Peu de gens en France ont vraiment étudié le fascisme et savent qu’il consiste en un mouvement élémentaire d’une base populaire soucieuse de régénérer la société, poussé par une partie de la bourgeoisie. Les gilets jaunes ont tout à fait le profil social correspondant à cela.

Quand une révolte est portée par les couches sociales intermédiaires mais pas les ouvriers, de manière élémentaire et non rationnelle, sur des revendications à l’intérieur du cadre étatique, on sait déjà que la Gauche a perdu.

De manière instinctive, beaucoup de personnes ont à l’origine été très méfiantes du mouvement des gilets jaunes précisément pour cette raison. Les gens davantage conscients en comprennent les modalités, ils connaissent l’expérience du fascisme italien, du national-socialisme allemand, et n’oublions pas les Croix de Feu françaises.

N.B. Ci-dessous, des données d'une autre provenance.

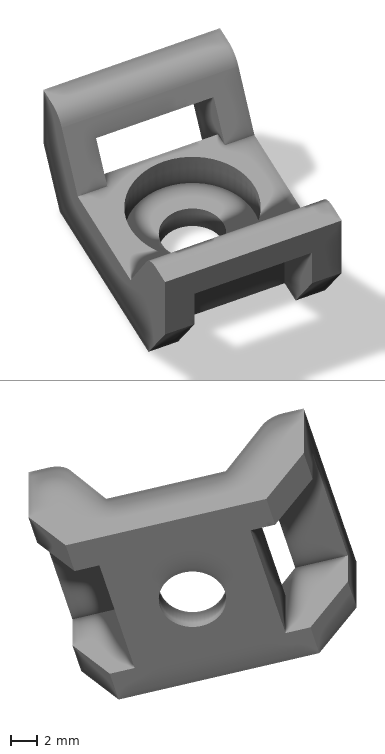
import cadquery as cq
import math

length = 22.0
width = 15.0
height = 11.0

floor_height = 5.0
floor_half_width = 4.77
wall_angle = 60.0
base_chamfer = 3.0
lip_radius = 2.0

slot_width = 9.99
slot_top = 8.5
block_length = 12.05

hole_diameter = 5.2
counterbore_diameter = 10.5
counterbore_depth = 3.0

half_length = length / 2
base_half_width = half_length - base_chamfer
mouth_half_width = floor_half_width + (height - floor_height) / math.tan(math.radians(wall_angle))


def make_saddle():
    """Extrude the cradle profile along Y and round the inner lip edges."""
    right_side = [
        (base_half_width, 0),
        (half_length, floor_height),
        (half_length, height),
        (mouth_half_width, height),
        (floor_half_width, floor_height),
    ]
    left_side = [(-x, z) for x, z in reversed(right_side)]
    saddle = cq.Workplane("XZ").polyline(right_side + left_side).close().extrude(width / 2, both=True)
    for side in (-1, 1):
        lip = cq.selectors.NearestToPointSelector((side * mouth_half_width, 0, height))
        saddle = saddle.edges("|Y").edges(lip).fillet(lip_radius)
    return saddle


def slot_box(inner_x, bottom, side):
    """Cutter from inner_x out through one side wall, from bottom up to the slot roof."""
    reach = half_length - inner_x
    return (
        cq.Workplane("XY")
        .box(reach, slot_width, slot_top - bottom, centered=(True, True, False))
        .translate((side * (inner_x + reach / 2), 0, bottom))
    )


result = make_saddle()

for side in (-1, 1):
    result = result.cut(slot_box(block_length / 2, 0, side))
    result = result.cut(slot_box(floor_half_width, floor_height, side))

result = (
    result.copyWorkplane(cq.Workplane("XY", origin=(0, 0, floor_height)))
    .cboreHole(hole_diameter, counterbore_diameter, counterbore_depth)
)

Les violences ayant émaillé le quartier des Champs-Élysées à Paris ce samedi 24 novembre renvoient d’ailleurs directement à l’expérience historique de février 1934 dont les Croix de Feu furent la principale ligue menant l’agitation.

Cela ne tient pas seulement à la présence hier de nationalistes, de drapeaux bleu-blanc-rouge et de l’hymne nationale haranguée entre les appel à aller directement chercher le Président à L’Élysée, mais bien à la nature même de l’événement et du mouvement qui l’a porté.

Les Croix de Feu françaises avaient à l’époque acheté Le Figaro, une fois devenu le Parti Social Français, et il est assez intéressant historiquement de noter que Le Figaro soutient depuis le début le mouvement des gilets jaunes, et ce de manière véhémente.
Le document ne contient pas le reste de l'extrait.